How to Sell in a Difficult Environment
In the middle of a downturn, just how can you anticipate your customers’ needs? Dean Munslow is a scaling sales expert and advisor. He’s scaled sales for Box to their IPO, Github to their Microsoft acquisition and Crowdstrike’s IPO.
Here are some top three takeaways from him that you can implement in your business and with your sales team tomorrow:
- As a seller, don’t be afraid to be challenging and ask what’s the cost of doing nothing?
- Make sure your sales approach takes a partnership approach first.
- You should think about things that cost you nothing but is of big value to your customers.
Does the current environment mean no sales at all?

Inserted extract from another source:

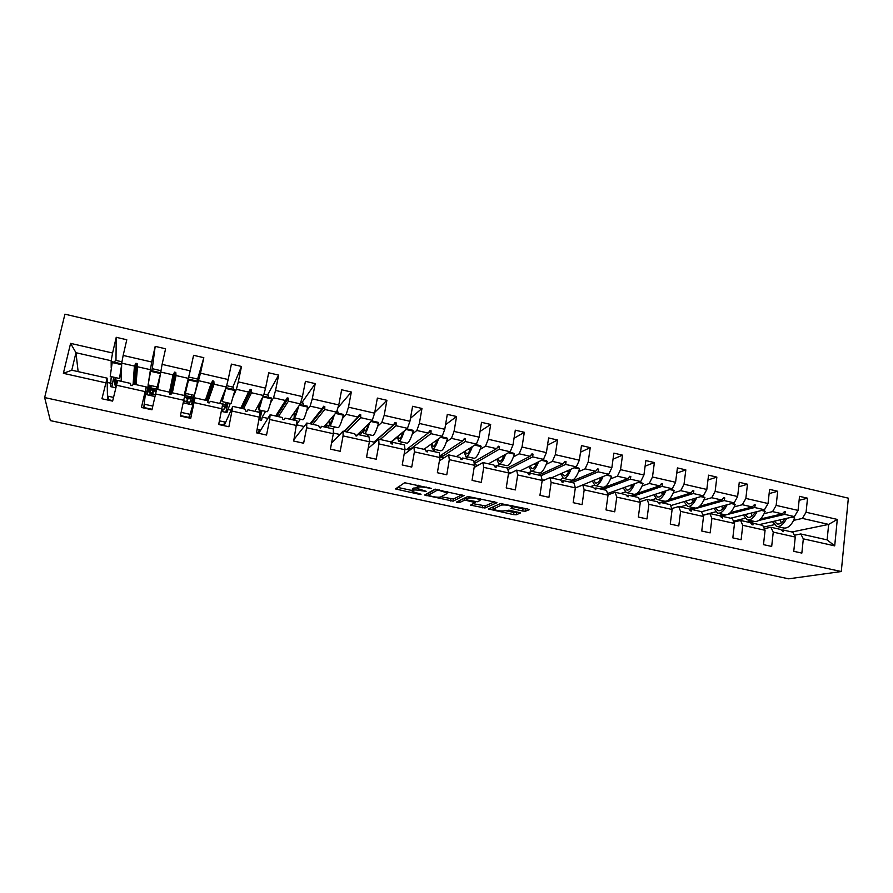 <?xml version="1.0" encoding="UTF-8"?>
<svg xmlns="http://www.w3.org/2000/svg" width="893" height="893" viewBox="0 0 893 893"><rect width="100%" height="100%" fill="white"/><g stroke="black" fill="none" stroke-linecap="round" stroke-linejoin="round"><path stroke-width="1.34" d="M431.419 488.415L404.652 482.745L395.443 488.94L419.241 494.287L421.072 494.231L412.142 491.451L412.901 490.29C414.341 489.755 417.176 489.9 421.396 490.726L426.162 491.295L417.131 488.46L417.913 487.254C419.397 486.696 422.289 486.841 426.564 487.678L431.419 488.415M522.684 511.042L525.452 511.198L529.136 509.758L527.808 509.021L500.504 503.552L488.449 508.999L513.609 514.614L516.299 514.77L520.619 512.883L508.977 510.182L504.199 510.863C500.348 511.254 496.687 510.673 493.237 509.11L501.308 505.092C505.226 504.668 508.954 505.259 512.504 506.867L510.941 508.296L522.684 511.042L523.019 508.876L526.513 508.742M44.65 397.564L50.343 420.603L788.642 578.82L841.284 571.531L848.35 498.171L64.932 314.18L44.65 397.564L841.284 571.531M464.137 495.648L434.735 489.275L424.621 495.023L453.164 501.174L464.17 495.436M456.591 502.022L467.843 496.452L496.888 502.513M496.854 502.759L484.932 508.017L470.555 505.137L475.176 502.558L466.771 500.538L464.081 500.393L459.449 502.647L456.569 502.179M791.957 531.982L828.659 524.403L837.288 519.425L834.698 545.869L803.32 538.847L801.847 553.091L793.765 551.316L795.261 537.05L792.761 532.161L783.016 529.973L781.364 530.319M799.112 500.314L807.529 498.205L799.536 496.352L798.052 510.405L776.162 505.382L772.568 511.611L764.151 513.654M759.217 524.626L794.402 516.589L798.052 510.405M795.261 537.05L773.249 532.116L771.686 546.449L763.493 544.641L765.078 530.297L762.734 525.419L752.855 523.198L751.192 523.588M769.13 493.595L777.703 491.262L769.599 489.386L768.036 503.518L745.856 498.428L742.351 504.712L734.236 506.878M730.619 518.208L764.475 509.758L768.036 503.518M765.078 530.297L742.775 525.307L741.123 539.707L732.829 537.876L734.504 523.454L732.305 518.587L722.303 516.333L720.618 516.768M738.757 486.819L747.474 484.229L739.27 482.32L737.629 496.53L715.148 491.373L711.721 497.725L703.93 500.002M701.518 511.745L734.146 502.848L737.629 496.53M734.504 523.454L711.9 518.398L710.158 532.875L701.753 531.022L703.517 516.522L701.485 511.656L691.338 509.378L689.642 509.858M707.959 479.976L716.856 477.108L708.551 475.165L706.81 489.453L684.027 484.229L680.7 490.648L673.222 493.048M670.621 505.628L703.416 495.838L706.81 489.453M703.517 516.522L680.611 511.399L678.78 525.955L670.263 524.079L672.116 509.501L670.241 504.645L659.972 502.335L658.253 502.871M676.749 473.089L685.835 469.885L677.407 467.921L675.577 482.287L652.493 476.985L649.256 483.481L642.112 485.993M639.299 499.555L672.273 488.728L675.577 482.287M672.116 509.501L648.898 504.311L646.979 518.945L638.339 517.036L640.292 502.379L638.584 497.535L628.17 495.191L626.44 495.782M645.114 466.157L654.39 462.563L645.862 460.576L643.931 475.02L620.535 469.651L617.398 476.215L610.589 478.86M607.519 493.528L640.727 481.539L643.931 475.02M640.292 502.379L616.762 497.122L614.741 511.834L605.99 509.903L608.033 495.168L606.503 490.324L595.944 487.958L594.202 488.616M613.033 459.192L622.533 455.151L613.882 453.131L611.861 467.653L588.152 462.206L585.105 468.847L578.653 471.627M575.873 487.745L608.747 474.239L611.861 467.653M608.033 495.168L584.189 489.833L582.069 504.634L573.194 502.67L575.338 487.857L573.987 483.024L563.282 480.613L561.53 481.36M580.506 452.204L590.24 447.627L581.466 445.596L579.356 460.185L555.312 454.671L552.365 461.38L546.27 464.304M551.327 477.934L576.331 466.849L579.356 460.185M575.338 487.857L551.16 482.443L548.938 497.323L539.941 495.336L542.196 480.434L541.024 475.612L530.174 473.178L528.399 474.027M547.509 445.227L557.5 440.015L548.615 437.95L546.393 452.628L522.025 447.025L519.19 453.811L513.464 456.892M520.094 470.912L543.48 459.348L546.393 452.628M542.196 480.434L517.683 474.953L515.35 489.922L506.231 487.913L508.586 472.922L507.604 468.111L496.608 465.633L494.822 466.592M514.033 438.284L524.325 432.29L515.306 430.192L512.984 444.948L488.281 439.278L485.546 446.143L480.2 449.391M488.46 463.802L510.182 451.758L512.984 444.948M508.586 472.922L483.738 467.363L481.294 482.41L472.051 480.367L474.507 465.298L473.714 460.498L462.574 457.997L460.777 459.091M480.054 431.419L490.681 424.454L481.539 422.333L479.117 437.168L454.057 431.419L451.445 438.363L446.467 441.789M456.401 456.602L476.416 444.055L479.117 437.168M474.507 465.298L449.313 459.661L446.768 474.797L437.38 472.721L439.959 457.573L439.367 452.784L428.06 450.239L426.262 451.501M445.54 424.722L456.569 416.518L447.304 414.363L444.77 429.287L419.364 423.449L416.852 430.471L412.276 434.11M423.929 449.313L442.18 436.242L444.77 429.287M439.959 457.573L414.397 451.847L411.74 467.072L402.23 464.974L404.92 449.726L404.518 444.948L393.054 442.381L391.335 443.788M410.467 418.292L421.976 408.469L412.588 406.282L409.932 421.284L384.169 415.368L381.78 422.467L377.594 426.352M390.554 442.325L407.465 428.327L409.932 421.284M404.92 449.726L378.989 443.933L376.221 459.236L366.565 457.104L369.378 441.778L369.189 437.012L357.557 434.4L356.05 435.873M374.77 412.343L386.903 400.31L377.371 398.088L374.613 413.18L348.482 407.175L346.216 414.352L342.421 418.538M357.691 434.433L372.258 420.302L374.613 413.18M369.378 441.778L343.079 435.896L340.188 451.289L330.399 449.134L333.323 433.719L333.357 428.964L321.558 426.318L320.252 427.847M337.9 407.788L351.329 392.027L341.662 389.772L338.782 404.953L312.271 398.858L310.128 406.125L306.734 410.702M323.902 426.843L336.549 412.153L338.782 404.953M333.323 433.719L306.645 427.747L303.631 443.229L293.697 441.042L297.001 420.804L285.034 418.114L283.952 419.71M301.756 402.843L315.24 383.622L305.439 381.344L302.437 396.604L275.546 390.431L273.537 397.776L270.49 402.977M289.656 419.152L300.327 403.893L302.437 396.604M296.744 425.537L269.686 419.476L266.538 435.047L256.47 432.826L260.12 412.521L247.986 409.787L246.903 411.394L245.698 411.126L245.05 409.128L232.839 406.382L228.909 426.754L218.685 424.499L222.703 404.116L210.391 401.348L209.196 402.944L207.98 402.676L207.41 400.678L195.02 397.887L190.722 418.337L180.341 416.049L184.739 395.588L172.249 392.775L170.943 394.371L169.715 394.092L169.212 392.094L156.643 389.27L151.966 409.787L141.429 407.465L146.218 386.926L133.537 384.079L132.119 385.664L130.869 385.374L130.456 383.387L117.697 380.518L112.63 401.113L101.936 398.758L107.115 378.141L71.775 370.204L63.37 373.33L70.592 343.37L75.972 352.713L71.775 370.204M267.509 395.019L278.638 375.105L268.693 372.794L265.567 388.142L238.286 381.869L236.399 389.315L233.575 395.766M254.94 411.349L263.591 395.51L265.567 388.142M232.805 387.093L241.501 366.465L231.41 364.11L228.161 379.547L200.478 373.196L194.998 393.355M219.756 403.446L226.32 387.004L228.161 379.547M197.42 379.759L203.827 357.691L193.58 355.302L190.198 370.829L162.102 364.377L157.704 389.515M184.081 395.432L190.198 370.829M149.243 385.196L147.233 394.806M152.044 409.429L144.13 407.677L144.521 404.261L143.784 407.543L146.218 386.926M152.268 368.776L155.192 346.372L151.676 361.989L123.167 355.436L126.784 339.764L116.235 337.308L112.585 353.014L70.592 343.37M148.785 380.329L151.676 361.989M148.216 384.961L146.675 394.684L154.924 396.525M391.871 443.352L392.228 441.354L397.463 437.034M359.979 434.947L363.462 430.928M327.452 427.635L329.093 425.124M294.5 420.235L295.583 418.136M259.662 419.9L262.04 410.59M225.784 412.343L228.061 402.933M191.459 404.674L193.625 395.186M113.746 377.203L111.848 386.915M112.708 400.745L108.354 399.785L108.276 396.246L107.506 399.539L107.115 378.141M115.978 360.415L116.235 337.308M111.201 367.726L111.167 360.739L112.585 353.014M111.234 376.634L110.509 386.613L115.699 387.774M834.698 545.869L827.119 539.885L828.659 524.403L802.394 518.409L793.687 520.362M774.086 524.727L763.537 527.082M802.394 518.409L806.078 512.247L807.529 498.205M803.32 538.847L800.775 533.969L794.346 535.264M745.03 518.308L733.454 521.132M777.703 491.262L776.162 505.382M773.249 532.116L770.86 527.238L764.308 528.689M715.617 511.823L702.958 515.194M747.474 484.229L745.856 498.428M742.775 525.307L740.543 520.429L733.867 522.048M685.846 505.271L680.276 506.9M716.856 477.108L715.148 491.373M711.9 518.398L709.823 513.531L703.025 515.339M655.696 498.651L650.684 500.247M685.835 469.885L684.027 484.229M680.611 511.399L678.691 506.543L671.759 508.575M625.178 491.954L620.735 493.516M654.39 462.563L652.493 476.985M648.898 504.311L647.146 499.455L640.069 501.743M594.303 485.189L590.396 486.707M622.533 455.151L620.535 469.651M616.762 497.122L615.188 492.277L607.943 494.867M563.115 478.313L559.665 479.798M590.24 447.627L588.152 462.206M584.189 489.833L582.783 484.999L575.326 487.969M531.715 471.292L527.875 473.134M557.5 440.015L555.312 454.671M551.16 482.443L549.943 477.621L542.096 481.115M499.968 464.137L497.01 465.733M524.325 432.29L522.025 447.025M517.683 474.953L516.645 470.142L508.374 474.272M467.809 456.903L465.074 458.555M490.681 424.454L488.281 439.278M483.738 467.363L482.89 462.552L474.15 467.508M435.215 449.559L432.714 451.289M456.569 416.518L454.057 431.419M449.313 459.661L448.654 454.872L439.401 460.855M402.185 442.124L399.93 443.921M421.976 408.469L419.364 423.449M414.397 451.847L413.95 447.069L404.082 454.448M368.72 434.601L366.71 436.454M386.903 400.31L384.169 415.368M378.989 443.933L378.755 439.166L368.15 448.453M334.797 426.966L333.044 428.897M351.329 392.027L348.482 407.175M343.079 435.896L343.057 431.14L331.515 443.218M300.416 419.219L296.822 424.052M315.24 383.622L312.271 398.858M306.645 427.747L306.835 423.014L293.998 439.479M257.206 429.198L259.629 429.734L258.981 432.949L270.11 414.754L269.686 419.476M259.629 429.734L257.753 432.748L256.537 432.48M265.556 411.372L262.196 417.12L261.549 420.324L259.126 419.777M278.638 375.105L275.546 390.431M219.455 420.849L224.958 422.065L224.277 425.302L232.839 406.382M224.958 422.065L223.518 425.191L218.763 424.142M230.227 403.424L226.945 412.599L221.453 411.372M241.501 366.465L238.286 381.869M181.145 412.365L189.818 414.285L189.115 417.544L195.02 397.887M189.818 414.285L188.836 417.544L180.419 415.68M188.066 380.05L185.387 393.333L194.395 395.353L191.872 404.775L183.221 402.843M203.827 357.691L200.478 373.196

A lot of people are pausing and they are being a little bit reactionary. There is currently a lot of nervousness in every business on how they’re going to transact with their customers – and there is definitely a cut back on on the discretionary budgets. Companies in all sectors are having Board-level conversations where they’ll start to look across a broad number of projects and assess their priority. So where does selling fit in here? Ultimately the highest return on investment business case will start to prevail.
What’s different about the sales environment now compared to six months ago?
People don’t want the hard sell. People ARE buying but it’s going to take a lot longer to make a sale – think in terms of your sales pipeline having seven touches on average before you get somebody coming back to you. But how do you hit somebody seven times when, quite frankly, their minds on something far more important? It’s difficult. But right now, the hard selling degrees is not the way to go.
So what should my sales approach be?
The sales-person who asks the difficult questions, and who makes the customer think differently. Who challenges the status quo about how things are done. By doing this in a positive manner with your client, it shows you are thinking strategically and wanting them to succeed. It might be sensible to hold back right now and act as a support or thinking partner as opposed to a vendor. By doing this with customers, you’ll get a buy in from the customer and gain their trust when the market picks up again.
How can I support my customers?
Right now, perhaps it’s about managing your champions and your relationships. Work as a partner. There’ll be a lot of people worried about their jobs. Where am I going to be next year? Being able to work together, to demonstrate empathy and to understand their personal objectives is really powerful. How can you add value to your customers?
- As a seller, don’t be afraid to be challenging and ask what’s the cost of doing nothing?
- Make sure your sales approach takes a partnership approach first.
- You should think about things that cost you nothing but is of big value to your customers.